• **What to do**
Look for the word "picture" in the data below, and copy every line that holds it.

• **Data extracted from a collection**
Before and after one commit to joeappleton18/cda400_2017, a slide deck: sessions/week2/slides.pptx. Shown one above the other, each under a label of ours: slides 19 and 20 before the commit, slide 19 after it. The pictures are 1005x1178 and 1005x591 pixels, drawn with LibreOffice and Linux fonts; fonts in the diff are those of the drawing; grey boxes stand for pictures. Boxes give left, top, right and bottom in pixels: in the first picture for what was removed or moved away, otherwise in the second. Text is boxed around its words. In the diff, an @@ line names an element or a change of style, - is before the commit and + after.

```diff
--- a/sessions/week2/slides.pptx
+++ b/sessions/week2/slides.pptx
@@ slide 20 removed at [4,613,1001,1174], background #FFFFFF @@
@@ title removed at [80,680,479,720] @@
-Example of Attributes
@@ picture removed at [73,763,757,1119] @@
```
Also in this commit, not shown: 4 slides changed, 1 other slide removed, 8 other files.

• **Answer to the problem**
Before and after one commit to joeappleton18/cda400_2017, a slide deck: sessions/week2/slides.pptx. Shown one above the other, each under a label of ours: slides 19 and 20 before the commit, slide 19 after it. The pictures are 1005x1178 and 1005x591 pixels, drawn with LibreOffice and Linux fonts; fonts in the diff are those of the drawing; grey boxes stand for pictures. Boxes give left, top, right and bottom in pixels: in the first picture for what was removed or moved away, otherwise in the second. Text is boxed around its words. In the diff, an @@ line names an element or a change of style, - is before the commit and + after.
@@ picture removed at [73,763,757,1119] @@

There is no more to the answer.